I was trying to add flask-admin to my application. I am getting the following error
Traceback (most recent call last):
File "/run/media/sanifss/4264239664238C2B/Projects/Personal/Portfolio/run.py", line 3, in <module>
app = create_app()
File "/run/media/sanifss/4264239664238C2B/Projects/Personal/Portfolio/app/__init__.py", line 71, in create_app
admin.add_view(ModelView(PostModel, db.session))
File "/home/sanifss/.local/share/virtualenvs/Portfolio-UVOeSvIO/lib/python3.9/site-packages/flask_admin/contrib/sqla/view.py", line 327, in __init__
super(ModelView, self).__init__(model, name, category, endpoint, url, static_folder,
File "/home/sanifss/.local/share/virtualenvs/Portfolio-UVOeSvIO/lib/python3.9/site-packages/flask_admin/model/base.py", line 818, in __init__
self._refresh_cache()
File "/home/sanifss/.local/share/virtualenvs/Portfolio-UVOeSvIO/lib/python3.9/site-packages/flask_admin/model/base.py", line 895, in _refresh_cache
self._list_columns = self.get_list_columns()

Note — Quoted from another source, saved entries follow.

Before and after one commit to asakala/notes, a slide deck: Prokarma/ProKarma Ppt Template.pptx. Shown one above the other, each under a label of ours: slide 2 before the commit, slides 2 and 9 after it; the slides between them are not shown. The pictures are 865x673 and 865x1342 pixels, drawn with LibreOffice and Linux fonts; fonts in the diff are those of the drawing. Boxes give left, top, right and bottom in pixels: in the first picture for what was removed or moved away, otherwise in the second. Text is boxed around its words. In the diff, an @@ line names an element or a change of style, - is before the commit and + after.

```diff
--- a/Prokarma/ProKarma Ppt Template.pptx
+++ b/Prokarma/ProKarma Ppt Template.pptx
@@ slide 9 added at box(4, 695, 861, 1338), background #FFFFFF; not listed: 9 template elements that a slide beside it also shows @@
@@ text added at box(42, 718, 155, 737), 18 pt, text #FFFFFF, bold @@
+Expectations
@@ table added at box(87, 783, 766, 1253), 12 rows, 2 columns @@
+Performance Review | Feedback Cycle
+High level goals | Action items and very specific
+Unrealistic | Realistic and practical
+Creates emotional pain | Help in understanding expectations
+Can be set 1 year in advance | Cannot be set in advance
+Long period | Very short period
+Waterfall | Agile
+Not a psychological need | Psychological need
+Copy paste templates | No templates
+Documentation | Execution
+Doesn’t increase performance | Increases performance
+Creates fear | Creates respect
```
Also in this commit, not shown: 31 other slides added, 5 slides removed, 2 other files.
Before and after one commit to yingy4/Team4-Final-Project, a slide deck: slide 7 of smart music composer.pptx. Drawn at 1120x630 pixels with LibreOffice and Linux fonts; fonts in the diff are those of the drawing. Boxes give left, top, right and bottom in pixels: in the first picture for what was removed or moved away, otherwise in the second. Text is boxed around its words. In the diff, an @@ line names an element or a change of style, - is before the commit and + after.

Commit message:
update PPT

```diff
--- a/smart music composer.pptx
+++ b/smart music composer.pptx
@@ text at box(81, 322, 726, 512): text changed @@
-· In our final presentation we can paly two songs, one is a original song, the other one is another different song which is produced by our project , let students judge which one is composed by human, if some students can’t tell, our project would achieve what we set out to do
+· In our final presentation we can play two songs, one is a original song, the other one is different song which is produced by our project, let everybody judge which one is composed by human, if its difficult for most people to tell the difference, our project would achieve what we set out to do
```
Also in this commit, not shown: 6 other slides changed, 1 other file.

File "/home/sanifss/.local/share/virtualenvs/Portfolio-UVOeSvIO/lib/python3.9/site-packages/flask_admin/model/base.py", line 1035, in get_list_columns
only_columns=self.column_list or self.scaffold_list_columns(),
File "/home/sanifss/.local/share/virtualenvs/Portfolio-UVOeSvIO/lib/python3.9/site-packages/flask_admin/contrib/sqla/view.py", line 418, in scaffold_list_columns
for p in self._get_model_iterator():
File "/home/sanifss/.local/share/virtualenvs/Portfolio-UVOeSvIO/lib/python3.9/site-packages/flask_admin/contrib/sqla/view.py", line 354, in _get_model_iterator
return model._sa_class_manager.mapper.iterate_properties
AttributeError: module 'app.models.PostModel' has no attribute '_sa_class_manager'
I think it could be some dependency issue between SQLAlchemy and Flask-Admin. But cannot figure out what exactly is going wrong and how to fix.
My PostModel
# src/models/PostModel.py
import datetime
from marshmallow import Schema, fields
from slugify import slugify
from . import db
class PostModel(db.Model):
"""
Post Model
"""
__tablename__ = 'posts'
id = db.Column(db.Integer, primary_key=True)
title = db.Column(db.String(128), nullable=False, unique=True)
slug = db.Column(db.String(128), nullable=False)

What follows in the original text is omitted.